▸ Work task
Below are records; please write out exactly the lines from the first line through the line containing "web_top = web_bottom + sheet", with no pictures.

Data items:
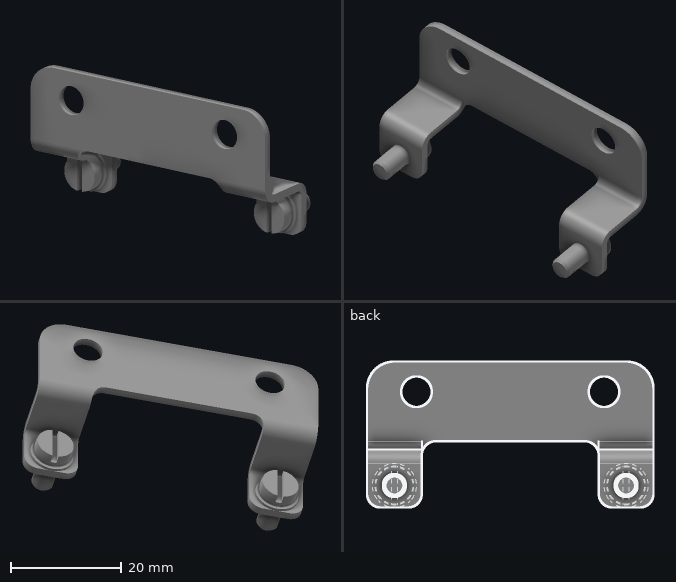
import cadquery as cq
import math


bracket_length = 52.0
bracket_height = 26.5
bracket_depth = 13.0
sheet = 1.5
plate_bend_inner = 1.5
tab_bend_inner = 1.0
plate_bend_outer = plate_bend_inner + sheet
tab_bend_outer = tab_bend_inner + sheet
plate_bend_angle = 225
tab_bend_angle = 45
web_bottom = 9.0
web_top = web_bottom + sheet
plate_bottom = web_bottom + plate_bend_outer
tab_front = bracket_depth - sheet
tab_width = 10.0
tab_corner_radius = 2.5
notch_corner_radius = 2.5
plate_corner_radius = 5.0

mount_hole_diameter = 5.5
mount_hole_spacing = 34.0
mount_hole_drop = 5.5

screw_spacing = bracket_length - tab_width
screw_height = 4.0
screw_xs = (-screw_spacing / 2, screw_spacing / 2)
clearance_diameter = 4.2
washer_diameter = 8.0
washer_thickness = 0.5
washer_front = tab_front - washer_thickness
shank_diameter = 4.0
shank_tip = 19.0
tip_chamfer_length = 0.45
tip_chamfer_depth = 0.35
head_rim_diameter = 6.75
head_belly_diameter = 7.0
head_height = 2.65
head_front = washer_front - head_height
slot_width = 1.1
slot_depth = 1.55


def arc_middle(centre_y, centre_z, radius, degrees):
    """Point on a bend arc at the given angle, measured from +Y towards +Z."""
    angle = math.radians(degrees)
    return (centre_y + radius * math.cos(angle), centre_z + radius * math.sin(angle))


def rod_along_y(x, z, diameter, y_start, y_end):
    """Cylinder lying along Y."""
    return cq.Workplane(
        cq.Solid.makeCylinder(diameter / 2, y_end - y_start, cq.Vector(x, y_start, z), cq.Vector(0, 1, 0))
    )


def make_bent_sheet():
    """Z-shaped section of plate, web and tab, extruded over the full length."""
    plate_bend_y, plate_bend_z = plate_bend_outer, plate_bottom
    tab_bend_y, tab_bend_z = bracket_depth - tab_bend_outer, web_top - tab_bend_outer
    plate_arc_middle_outer = arc_middle(plate_bend_y, plate_bend_z, plate_bend_outer, plate_bend_angle)
    plate_arc_middle_inner = arc_middle(plate_bend_y, plate_bend_z, plate_bend_inner, plate_bend_angle)
    tab_arc_middle_outer = arc_middle(tab_bend_y, tab_bend_z, tab_bend_outer, tab_bend_angle)
    tab_arc_middle_inner = arc_middle(tab_bend_y, tab_bend_z, tab_bend_inner, tab_bend_angle)
    return (
        cq.Workplane("YZ", origin=(-bracket_length / 2, 0, 0))
        .moveTo(0, bracket_height)
        .lineTo(0, plate_bend_z)
        .threePointArc(plate_arc_middle_outer, (plate_bend_y, web_bottom))
        .lineTo(tab_bend_y, web_bottom)
        .threePointArc(tab_arc_middle_inner, (tab_front, tab_bend_z))
        .lineTo(tab_front, 0)
        .lineTo(bracket_depth, 0)
        .lineTo(bracket_depth, tab_bend_z)
        .threePointArc(tab_arc_middle_outer, (tab_bend_y, web_top))
        .lineTo(plate_bend_y, web_top)
        .threePointArc(plate_arc_middle_inner, (sheet, plate_bend_z))
        .lineTo(sheet, bracket_height)
        .close()
        .extrude(bracket_length)
    )


def make_front_outline():
    """Block with the bracket's front outline: rounded plate on top, one tab at each end.

    The notch between the tabs has rounded upper corners only within the plate's thickness;
    behind the plate its sides are straight.
    """
    notch_width = bracket_length - 2 * tab_width
    block = cq.Workplane("XY").box(
        bracket_length, bracket_depth, bracket_height, centered=(True, False, False)
    )
    front_notch = cq.Workplane("XY").box(notch_width, sheet, plate_bottom, centered=(True, False, False))
    front_notch = front_notch.edges("|Y and >Z").fillet(notch_corner_radius)
    rear_notch = (
        cq.Workplane("XY")
        .box(notch_width, bracket_depth - sheet, plate_bottom, centered=(True, False, False))
        .translate((0, sheet, 0))
    )
    outline = block.edges("|Y and >Z").fillet(plate_corner_radius).cut(front_notch).cut(rear_notch)
    return outline.edges("|Y and <Z").fillet(tab_corner_radius)


def make_bracket():
    bracket = make_bent_sheet().intersect(make_front_outline())
    for x in (-mount_hole_spacing / 2, mount_hole_spacing / 2):
        mount_z = bracket_height - mount_hole_drop
        bracket = bracket.cut(rod_along_y(x, mount_z, mount_hole_diameter, 0, sheet))
    for x in screw_xs:
        bracket = bracket.cut(rod_along_y(x, screw_height, clearance_diameter, tab_front, bracket_depth))
    return bracket


def make_washer(x):
    disc = rod_along_y(x, screw_height, washer_diameter, washer_front, tab_front)
    return disc.cut(rod_along_y(x, screw_height, clearance_diameter, washer_front, tab_front))


def make_screw(x):
    """Slotted screw with a barrel-shaped head; the shank tip is chamfered."""
    head = (
        cq.Workplane("XY")
        .moveTo(0, head_front)
        .lineTo(head_rim_diameter / 2, head_front)
        .threePointArc(
            (head_belly_diameter / 2, head_front + head_height / 2), (head_rim_diameter / 2, washer_front)
        )
        .lineTo(0, washer_front)
        .close()
        .revolve(360, (0, 0, 0), (0, 1, 0))
        .translate((x, 0, screw_height))
    )
    shank = rod_along_y(x, screw_height, shank_diameter, washer_front, shank_tip)
    shank = shank.faces("%Cylinder").edges(">Y").chamfer(tip_chamfer_length, tip_chamfer_depth)
    slot = (
        cq.Workplane("XY")
        .box(slot_width, slot_depth, head_belly_diameter, centered=(True, False, True))
        .translate((x, head_front, screw_height))
    )
    return head.union(shank).cut(slot)


bracket = make_bracket()
washers = [make_washer(x) for x in screw_xs]
screws = [make_screw(x) for x in screw_xs]

result = cq.Compound.makeCompound([body.solids().val() for body in (bracket, *washers, *screws)])

▸ Reply to the task
import cadquery as cq
import math


bracket_length = 52.0
bracket_height = 26.5
bracket_depth = 13.0
sheet = 1.5
plate_bend_inner = 1.5
tab_bend_inner = 1.0
plate_bend_outer = plate_bend_inner + sheet
tab_bend_outer = tab_bend_inner + sheet
plate_bend_angle = 225
tab_bend_angle = 45
web_bottom = 9.0
web_top = web_bottom + sheet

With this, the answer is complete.